About this task:
Provide the number of lines below that include "secure", without any other words.

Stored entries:
....

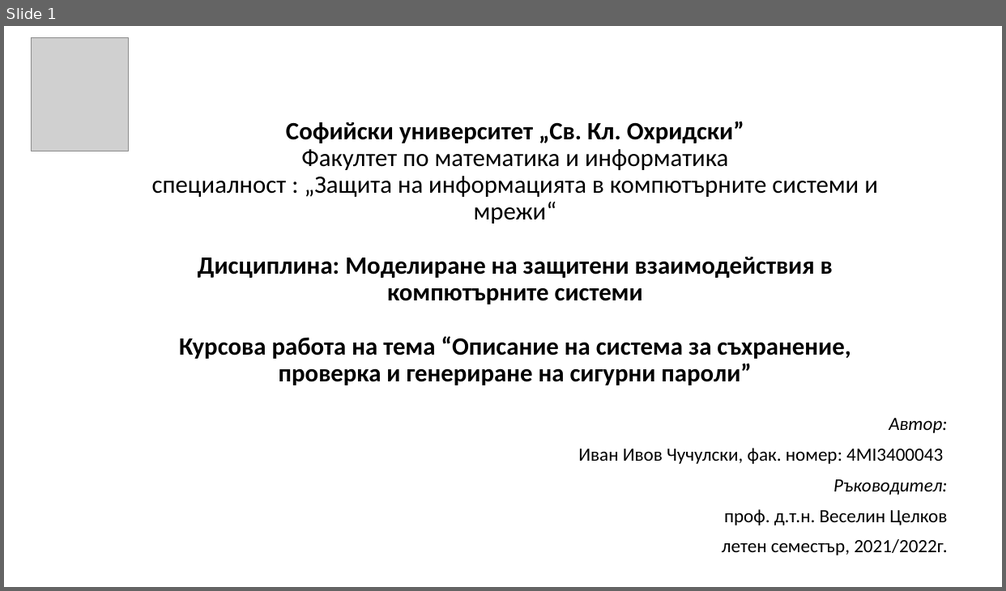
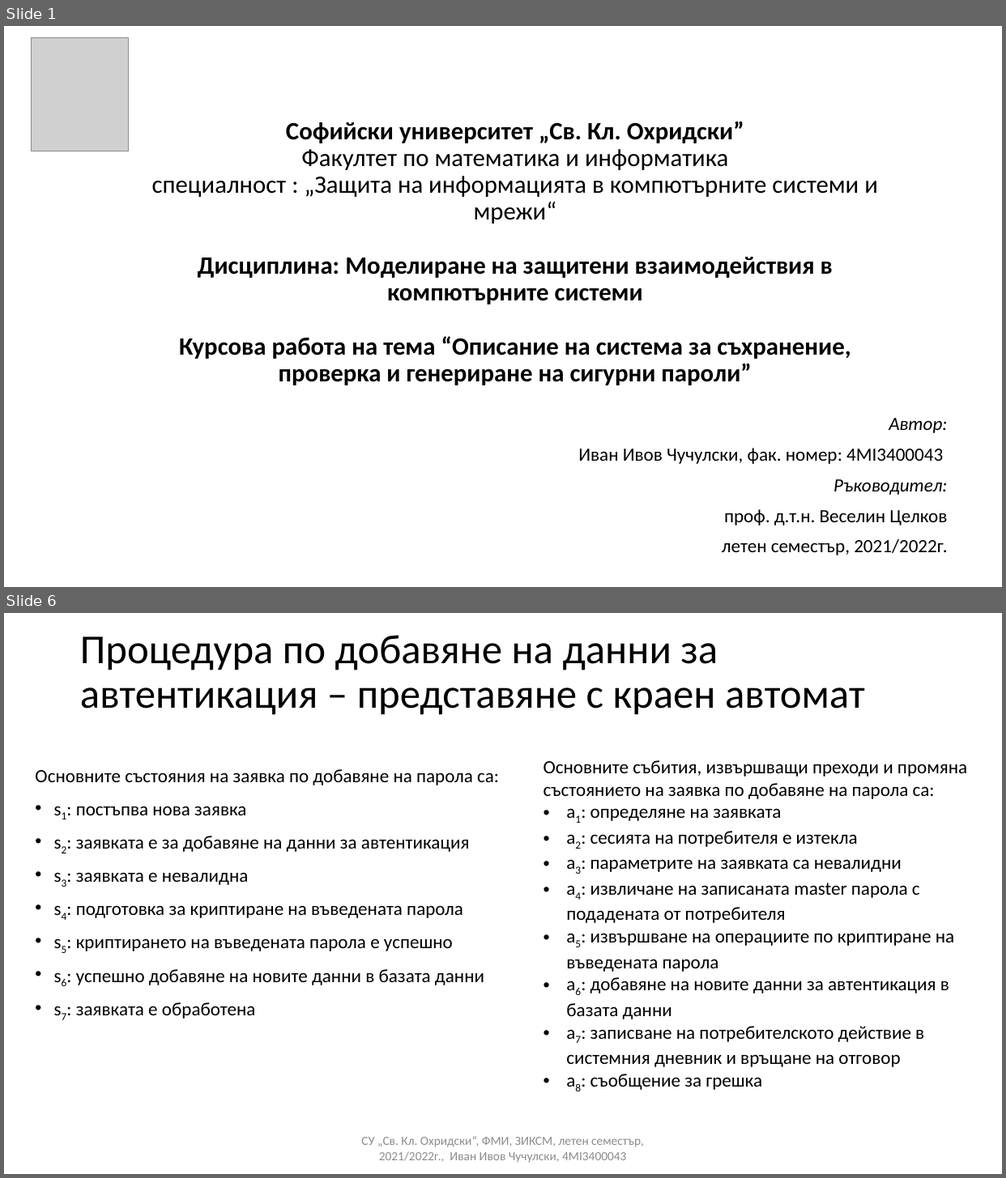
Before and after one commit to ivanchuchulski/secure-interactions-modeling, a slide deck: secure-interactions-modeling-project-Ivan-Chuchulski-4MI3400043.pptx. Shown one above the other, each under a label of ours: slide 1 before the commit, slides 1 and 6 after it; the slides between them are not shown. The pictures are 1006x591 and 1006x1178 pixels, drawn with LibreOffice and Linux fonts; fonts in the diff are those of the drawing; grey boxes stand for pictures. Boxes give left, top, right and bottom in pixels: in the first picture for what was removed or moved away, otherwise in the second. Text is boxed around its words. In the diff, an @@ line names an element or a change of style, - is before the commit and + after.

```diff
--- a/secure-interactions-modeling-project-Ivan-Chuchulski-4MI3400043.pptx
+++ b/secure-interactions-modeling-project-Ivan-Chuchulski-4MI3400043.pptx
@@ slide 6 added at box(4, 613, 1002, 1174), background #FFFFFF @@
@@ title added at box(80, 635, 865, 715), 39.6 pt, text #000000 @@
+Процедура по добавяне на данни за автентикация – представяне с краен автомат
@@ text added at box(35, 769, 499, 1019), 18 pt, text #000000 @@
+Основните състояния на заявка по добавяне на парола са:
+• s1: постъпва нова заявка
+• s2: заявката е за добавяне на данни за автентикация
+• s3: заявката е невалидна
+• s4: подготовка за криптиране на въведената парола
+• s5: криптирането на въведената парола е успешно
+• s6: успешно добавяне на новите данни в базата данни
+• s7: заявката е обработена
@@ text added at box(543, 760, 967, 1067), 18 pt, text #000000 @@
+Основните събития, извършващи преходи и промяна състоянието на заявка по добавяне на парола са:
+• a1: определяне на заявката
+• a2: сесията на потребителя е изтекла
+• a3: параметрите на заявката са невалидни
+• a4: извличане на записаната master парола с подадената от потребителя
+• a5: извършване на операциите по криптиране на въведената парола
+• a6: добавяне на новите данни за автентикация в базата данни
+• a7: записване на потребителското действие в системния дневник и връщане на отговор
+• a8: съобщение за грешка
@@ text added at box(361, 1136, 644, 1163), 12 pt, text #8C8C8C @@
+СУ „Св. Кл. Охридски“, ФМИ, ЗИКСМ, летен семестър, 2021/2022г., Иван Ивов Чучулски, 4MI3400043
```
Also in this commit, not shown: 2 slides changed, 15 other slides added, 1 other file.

....

Solution for this exercise:
3